I've been looking at rental properties on the internet in and around Albany however have noticed a lot say no pets. Is renting with a very well behaved dog a problem?

Doing any one have any advice?

Thanks


----------



## topcat83 (Apr 16, 2009)

hopers7 said:


> Hi all,
> 
> I've been looking at rental properties on the internet in and around Albany however have noticed a lot say no pets. Is renting with a very well behaved dog a problem?
> 
> ...


As a landlord myself I know we say no pets as we have had incidents of badly behaved tenants (it is generally not the dogs fault!) But if we trust the tenants then we've allowed the odd pet.
Best ting is to talk to the landlord directly - it can be a CYA in the advert.


----------



## donnakirk (Apr 1, 2012)

Hi, are you looking for a short or long term rent? We brought our dog over and we had a short term holiday rental for 3 months to get us on our feet. If you are looking for something like this, I can recommend the Bosuns Locker in Torbay, about 10 mins from Albany. Google them and you will find the website. It is a small place but ideal as a stop gap and they take dogs.


----------



## hopers7 (Mar 31, 2012)

donnakirk said:


> Hi, are you looking for a short or long term rent? We brought our dog over and we had a short term holiday rental for 3 months to get us on our feet. If you are looking for something like this, I can recommend the Bosuns Locker in Torbay, about 10 mins from Albany. Google them and you will find the website. It is a small place but ideal as a stop gap and they take dogs.


Hi Donna,

That sound like exactly what we are looking for. Initially we are looking for something short term to get us on our feet, and then I think we would be looking for a long term rental, once we get our bearings and are more familiar with the areas and the routine of our new lives.

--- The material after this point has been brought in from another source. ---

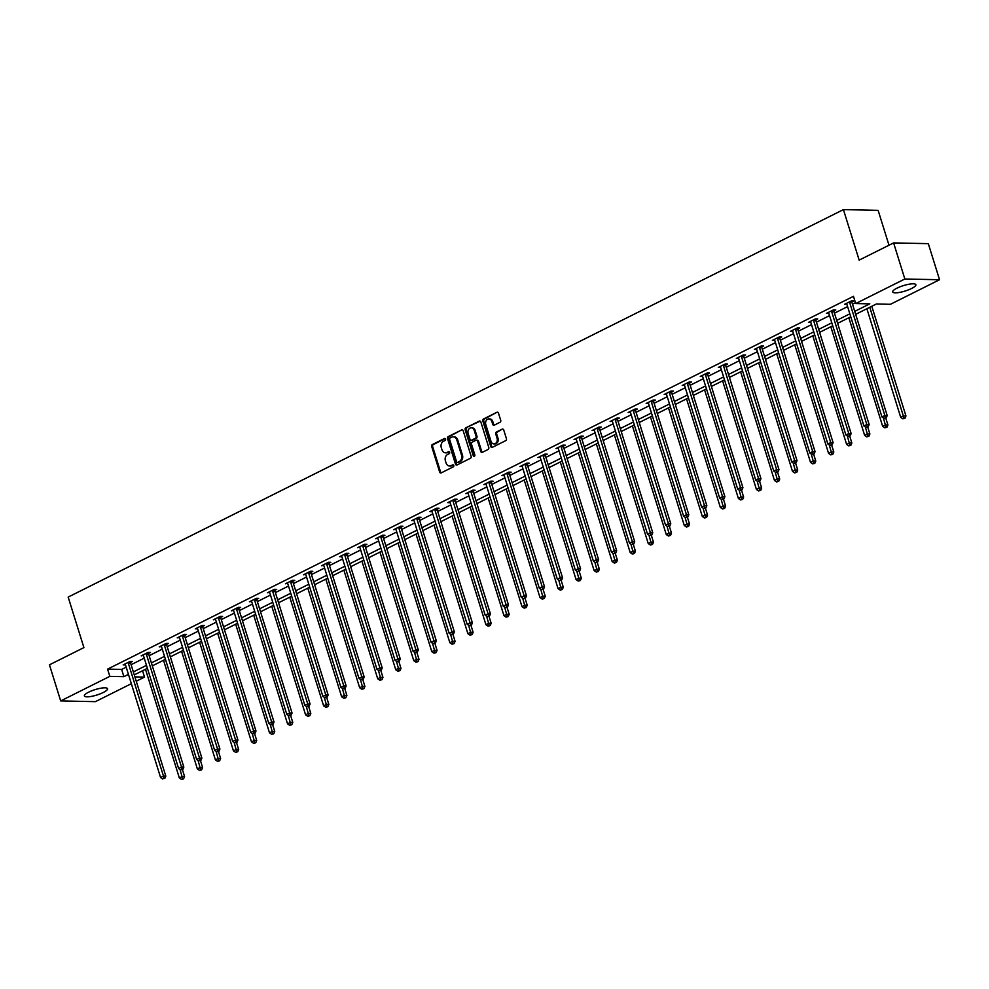 <?xml version="1.0" encoding="UTF-8"?>
<svg xmlns="http://www.w3.org/2000/svg" width="989" height="989" viewBox="0 0 989 989"><rect width="100%" height="100%" fill="white"/><g stroke="black" fill="none" stroke-linecap="round" stroke-linejoin="round"><path stroke-width="1.48" d="M445.557 439.104A1.063 0.853 -88.8 0 0 444.457 438.51L432.403 444.531A1.521 1.212 -88.8 0 0 431.699 446.521L439.648 472.025A1.521 1.212 -88.8 0 0 441.23 472.878L453.283 466.845A1.063 0.853 -88.8 0 0 452.665 464.867L451.108 465.646A4.883 3.894 -88.8 0 1 449.587 465.992A4.883 3.894 -88.8 0 1 446.064 462.926L445.396 460.8A4.883 3.894 -88.8 0 1 447.621 454.446L449.179 453.667A1.063 0.853 -88.8 0 0 448.561 451.689L447.003 452.468A4.883 3.894 -88.8 0 1 445.483 452.814A4.883 3.894 -88.8 0 1 441.959 449.748L441.292 447.621A4.883 3.894 -88.8 0 1 443.517 441.279L445.075 440.488A1.063 0.853 -88.8 0 0 445.557 439.104M911.598 288.479A12.128 2.831 -17.3 0 1 899.669 292.398A12.128 2.831 -17.3 0 1 892.696 291.928A12.128 2.831 -17.3 0 1 896.961 288.17A12.128 2.831 -17.3 0 1 908.891 284.251A12.128 2.831 -17.3 0 1 915.863 284.721A12.128 2.831 -17.3 0 1 911.598 288.479M103.276 692.485A12.128 2.831 -17.3 0 1 91.347 696.404A12.128 2.831 -17.3 0 1 84.374 695.935A12.128 2.831 -17.3 0 1 88.639 692.176A12.128 2.831 -17.3 0 1 100.569 688.257A12.128 2.831 -17.3 0 1 107.541 688.727A12.128 2.831 -17.3 0 1 103.276 692.485M500.026 422.278A1.521 1.212 -88.8 0 0 500.718 420.3L498.481 413.142A1.521 1.212 -88.8 0 0 496.911 412.289L483.522 418.99A1.521 1.212 -88.8 0 0 482.83 420.968L490.767 446.472A1.521 1.212 -88.8 0 0 492.349 447.325L505.738 440.637A1.521 1.212 -88.8 0 0 506.43 438.646L503.735 430.005A1.521 1.212 -88.8 0 0 502.165 429.152L496.429 432.02A1.521 1.212 -88.8 0 0 495.736 433.998L497.071 438.288A4.08 3.251 -88.8 0 1 493.944 443.888A4.08 3.251 -88.8 0 1 491.001 441.329L485.772 424.528A4.08 3.251 -88.8 0 1 488.9 418.928A4.08 3.251 -88.8 0 1 491.842 421.499L492.707 424.293A1.521 1.212 -88.8 0 0 494.29 425.146L500.026 422.278M131.352 683.683L95.389 701.658L60.688 700.917L49.45 664.818L83.904 647.61L68.167 597.084L843.419 209.606L859.157 260.119L893.611 242.911L904.848 278.997L939.55 279.739L890.421 304.303L876.353 303.994L855.67 314.329M60.688 700.917L109.828 676.352L123.885 676.661L128.459 674.374M854.743 311.374L869.788 303.858L855.72 303.549L853.47 296.329L107.578 669.133L109.828 676.352M855.72 303.549L904.848 278.997M463.198 430.784A1.521 1.212 -88.8 0 0 461.616 429.931L448.227 436.619A1.521 1.212 -88.8 0 0 447.535 438.609L455.484 464.113A1.521 1.212 -88.8 0 0 457.054 464.966L470.443 458.266A1.521 1.212 -88.8 0 0 471.135 456.288L463.198 430.784M465.868 427.804L479.269 421.116A1.521 1.212 -88.8 0 1 480.839 421.957L488.789 447.473A1.521 1.212 -88.8 0 1 488.084 449.451L482.36 452.319A1.521 1.212 -88.8 0 1 480.778 451.466L477.563 441.119A1.521 1.212 -88.8 0 0 475.981 440.278L472.186 442.17A1.521 1.212 -88.8 0 0 471.493 444.16L474.844 454.928A1.063 0.853 -88.8 0 1 473.261 455.719L465.176 429.795A1.521 1.212 -88.8 0 1 465.868 427.804L480.197 421.129A1.521 1.212 -88.8 0 0 480.197 421.129L479.269 421.116M888.987 245.223L878.121 210.348L843.419 209.606M107.578 669.133L121.647 669.442L126.209 667.155M131.104 664.707L144.233 658.142M149.141 655.695L162.27 649.13M167.178 646.682L180.307 640.118M185.215 637.67L198.344 631.106M203.252 628.658L216.381 622.093M221.289 619.633L234.418 613.081M239.313 610.621L252.442 604.069M257.35 601.609L270.479 595.044M275.387 592.596L288.516 586.032M293.424 583.584L306.553 577.02M311.461 574.572L324.59 568.007M329.485 565.56L342.627 558.995M347.522 556.547L360.651 549.983M365.559 547.523L378.688 540.971M383.596 538.511L396.725 531.958M401.633 529.498L414.762 522.934M419.67 520.486L432.799 513.921M437.694 511.474L450.823 504.909M455.731 502.461L468.86 495.897M473.768 493.449L486.897 486.885M491.805 484.437L504.934 477.872M509.842 475.412L522.971 468.86M527.879 466.4L541.008 459.836M545.903 457.388L559.032 450.823M563.94 448.376L577.069 441.811M581.977 439.363L595.106 432.799M600.014 430.351L613.143 423.787M618.051 421.339L631.18 414.774M636.075 412.314L649.204 405.762M654.112 403.302L667.241 396.75M672.149 394.29L685.278 387.725M690.186 385.277L703.315 378.713M708.223 376.265L721.352 369.701M726.26 367.253L739.389 360.688M744.284 358.241L757.413 351.676M762.321 349.228L775.45 342.664M780.358 340.204L793.487 333.652M798.395 331.191L811.524 324.639M816.432 322.179L829.561 315.615M834.456 313.167L847.598 306.602M852.493 304.155L855.448 302.683M130.573 662.407L132.439 661.48L130.091 661.431L123.155 664.892L125.516 664.942M143.393 655.447L141.192 655.88L148.127 652.406L150.476 652.468L148.61 653.395M161.43 646.435L159.229 646.868L166.164 643.394L168.513 643.443L166.634 644.383M179.454 637.423L177.266 637.856L184.201 634.382L186.55 634.431L184.671 635.371M202.708 626.358L204.575 625.419L202.238 625.369L195.303 628.843L197.652 628.88M215.528 619.398L213.34 619.819L220.275 616.357L222.612 616.407L220.745 617.346M233.565 610.386L231.364 610.806L238.3 607.345L240.648 607.394L238.782 608.334M251.602 601.374L249.401 601.794L256.336 598.333L258.685 598.382L256.819 599.309M269.638 592.349L267.438 592.782L274.373 589.32L276.722 589.37L274.843 590.297M287.663 583.337L285.475 583.77L292.41 580.296L294.759 580.358L292.88 581.285M305.7 574.325L303.512 574.757L310.447 571.283L312.784 571.333L310.917 572.272M323.737 565.312L321.536 565.745L328.484 562.271L330.821 562.321L328.954 563.26M346.991 554.248L348.857 553.308L346.509 553.259L339.573 556.72L341.934 556.77M359.811 547.288L357.61 547.708L364.545 544.247L366.894 544.296L365.015 545.236M377.847 538.276L375.647 538.696L382.582 535.234L384.931 535.284L383.052 536.223M395.872 529.263L393.684 529.684L400.619 526.222L402.956 526.272L401.089 527.199M413.909 520.239L411.721 520.671L418.656 517.21L420.993 517.259L419.126 518.187M437.163 509.174L439.029 508.235L436.681 508.185L429.745 511.659L432.106 511.709M455.2 500.162L457.066 499.222L454.717 499.173L447.782 502.647L450.131 502.684M468.02 493.202L465.819 493.635L472.754 490.161L475.103 490.21L473.224 491.15M486.044 484.19L483.856 484.61L490.791 481.149L493.14 481.198L491.261 482.138M509.298 473.125L511.165 472.186L508.828 472.136L501.893 475.598L504.242 475.647M522.118 466.165L519.917 466.585L526.865 463.124L529.202 463.173L527.335 464.101M540.155 457.141L537.954 457.573L544.89 454.112L547.238 454.161L545.372 455.088M558.192 448.128L555.991 448.561L562.926 445.087L565.275 445.149L563.396 446.076M576.228 439.116L574.028 439.549L580.963 436.075L583.312 436.124L581.433 437.064M594.253 430.104L592.065 430.536L599 427.063L601.337 427.112L599.47 428.052M612.29 421.091L610.102 421.524L617.037 418.05L619.374 418.1L617.507 419.039M630.327 412.079L628.126 412.5L635.062 409.038L637.411 409.087L635.544 410.027M648.364 403.067L646.163 403.487L653.099 400.026L655.447 400.075L653.581 401.015M666.401 394.055L664.2 394.475L671.135 391.014L673.484 391.063L671.605 391.99M684.425 385.03L682.237 385.463L689.172 382.001L691.521 382.051L689.642 382.978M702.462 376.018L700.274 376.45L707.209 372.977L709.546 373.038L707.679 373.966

Out of interest who did you use to bring our dog over and what was the approximate cost. We have a 9 year old black lab (so rather large)...we are expecting at least 2.5k (GBP)...

Thanks for the recommendation, I'll google it now!


----------



## Guest (Apr 2, 2012)

Our Newfoundland is costing us way,way more than the 2.5 you mentioned, but he is a big
dog. Best of luck with your quote, we are using Golden Arrow Shipping who come with a
very good reputation.


----------



## donnakirk (Apr 1, 2012)

hopers7 said:


> Hi Donna,
> 
> That sound like exactly what we are looking for. Initially we are looking for something short term to get us on our feet, and then I think we would be looking for a long term rental, once we get our bearings and are more familiar with the areas and the routine of our new lives.
> 
> ...


Hi
The bosuns locker is small but it was great while we got on our feet. It is literally 1 min walk from Waiake beach as well, which is awesome! The lady who owns it is called Mandy, and they have a staffie of their own. She even provided us with a bed for our dog. We stayed there for about 2.5 months as we then ended up buying our pwn house.
Our dog is a staffie. We used Petair UK, they were fantastic. We were fortunate enough that our dog arrived a few weeks before the quarantine rules came into play, as I believe they have to go in quarantine now? We paid about 2,300 GBP, but on top of that there was a few hundred pounds on the vet tests, plus the customs and MAF charge this end. I think when we sat down and totalled it all up for the Spike, he cost us around 3,000 pounds. For a Lab I would say it would be more as the crate cost was based on a custom built crate for his size. If you haven't already though, I would call Pet Air UK and speak with Bob - he is great!
Let me know if you need any other info as I have settled in Torbay and I know Albany well.


----------



## topcat83 (Apr 16, 2009)

Higgy said:


> Our Newfoundland is costing us way,way more than the 2.5 you mentioned, but he is a big
> dog. Best of luck with your quote, we are using Golden Arrow Shipping who come with a
> very good reputation.


Hi Higgy - haven't seen you on the Forum for a while. 
How's the move going? Any dates yet?


----------



## Guest (Apr 2, 2012)

June 12th we set off from the UK on the adventure of our lives. We break up the 
joirney by having a 3 day stop-over in Singapore staying in the Red Light District with
the intention of sampling loads of Street food. (nothing else will be tried Lol)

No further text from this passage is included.